■ ACTIVITY:
Gather up every line from the entries below that uses the word "spans".

■ RECORD SET:

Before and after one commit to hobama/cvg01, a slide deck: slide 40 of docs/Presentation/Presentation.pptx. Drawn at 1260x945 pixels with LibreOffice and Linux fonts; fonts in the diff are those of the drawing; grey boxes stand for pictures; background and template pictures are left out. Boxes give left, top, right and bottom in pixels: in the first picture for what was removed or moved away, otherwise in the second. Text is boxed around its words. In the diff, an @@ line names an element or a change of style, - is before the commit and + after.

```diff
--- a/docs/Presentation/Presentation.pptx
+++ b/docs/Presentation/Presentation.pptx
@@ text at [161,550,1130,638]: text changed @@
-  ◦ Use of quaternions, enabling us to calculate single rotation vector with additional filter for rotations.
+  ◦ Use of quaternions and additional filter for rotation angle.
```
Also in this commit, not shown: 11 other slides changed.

* * *

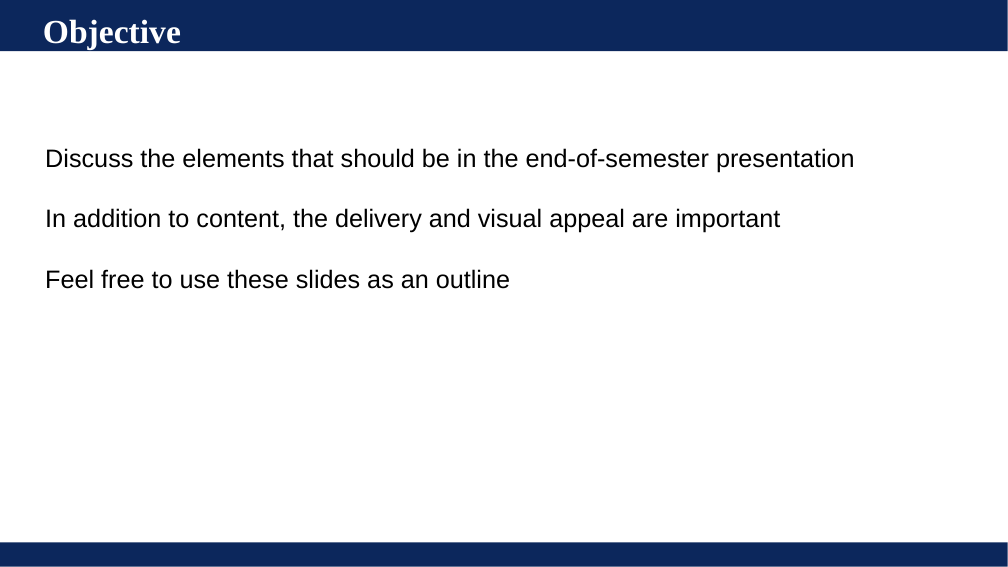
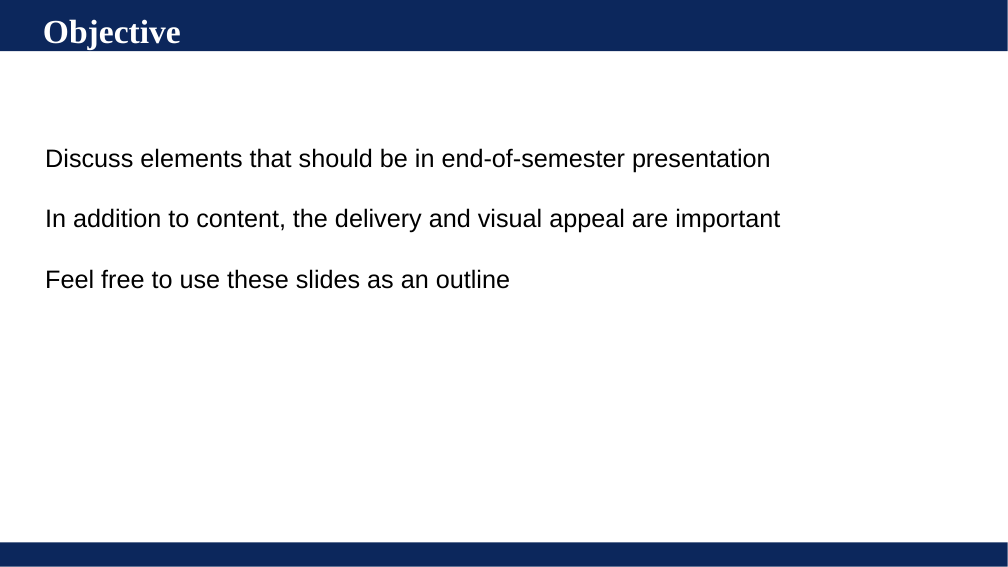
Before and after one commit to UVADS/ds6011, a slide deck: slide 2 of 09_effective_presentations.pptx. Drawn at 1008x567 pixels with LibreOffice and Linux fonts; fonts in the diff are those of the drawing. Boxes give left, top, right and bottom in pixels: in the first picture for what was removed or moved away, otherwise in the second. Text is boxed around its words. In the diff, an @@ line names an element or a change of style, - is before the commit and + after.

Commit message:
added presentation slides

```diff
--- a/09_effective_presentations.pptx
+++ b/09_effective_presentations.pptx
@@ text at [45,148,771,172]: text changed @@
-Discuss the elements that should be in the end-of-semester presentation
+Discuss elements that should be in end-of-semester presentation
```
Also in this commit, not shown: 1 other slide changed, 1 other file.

==

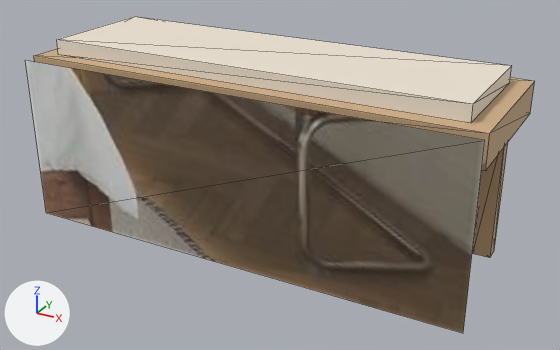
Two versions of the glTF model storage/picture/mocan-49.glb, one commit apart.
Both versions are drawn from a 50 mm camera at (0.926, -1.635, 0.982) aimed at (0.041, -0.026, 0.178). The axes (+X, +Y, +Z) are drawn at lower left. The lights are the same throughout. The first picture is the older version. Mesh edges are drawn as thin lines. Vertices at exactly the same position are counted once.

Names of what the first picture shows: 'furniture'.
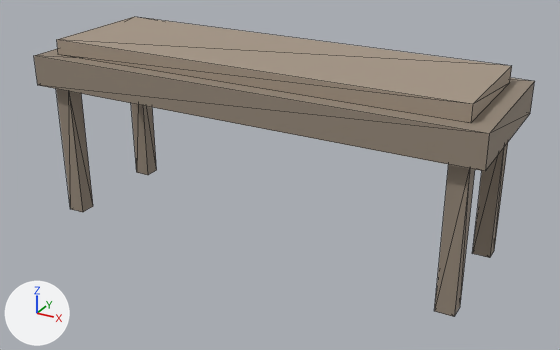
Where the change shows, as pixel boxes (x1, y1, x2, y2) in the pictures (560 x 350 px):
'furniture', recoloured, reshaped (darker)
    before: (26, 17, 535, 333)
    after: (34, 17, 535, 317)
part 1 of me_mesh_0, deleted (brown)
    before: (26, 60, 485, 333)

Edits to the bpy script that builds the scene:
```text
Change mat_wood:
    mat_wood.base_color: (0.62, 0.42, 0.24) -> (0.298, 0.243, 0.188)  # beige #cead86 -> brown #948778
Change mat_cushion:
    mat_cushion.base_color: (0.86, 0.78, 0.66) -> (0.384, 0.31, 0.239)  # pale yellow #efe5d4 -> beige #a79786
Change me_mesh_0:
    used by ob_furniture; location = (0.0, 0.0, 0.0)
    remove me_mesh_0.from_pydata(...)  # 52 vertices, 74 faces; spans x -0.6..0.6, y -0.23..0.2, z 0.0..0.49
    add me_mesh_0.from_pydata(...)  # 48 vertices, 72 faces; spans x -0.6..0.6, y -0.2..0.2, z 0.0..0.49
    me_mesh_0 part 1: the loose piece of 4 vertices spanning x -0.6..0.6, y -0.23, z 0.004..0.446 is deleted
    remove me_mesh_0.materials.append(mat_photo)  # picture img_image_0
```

■ EXERCISE OUTPUT:
    remove me_mesh_0.from_pydata(...)  # 52 vertices, 74 faces; spans x -0.6..0.6, y -0.23..0.2, z 0.0..0.49
    add me_mesh_0.from_pydata(...)  # 48 vertices, 72 faces; spans x -0.6..0.6, y -0.2..0.2, z 0.0..0.49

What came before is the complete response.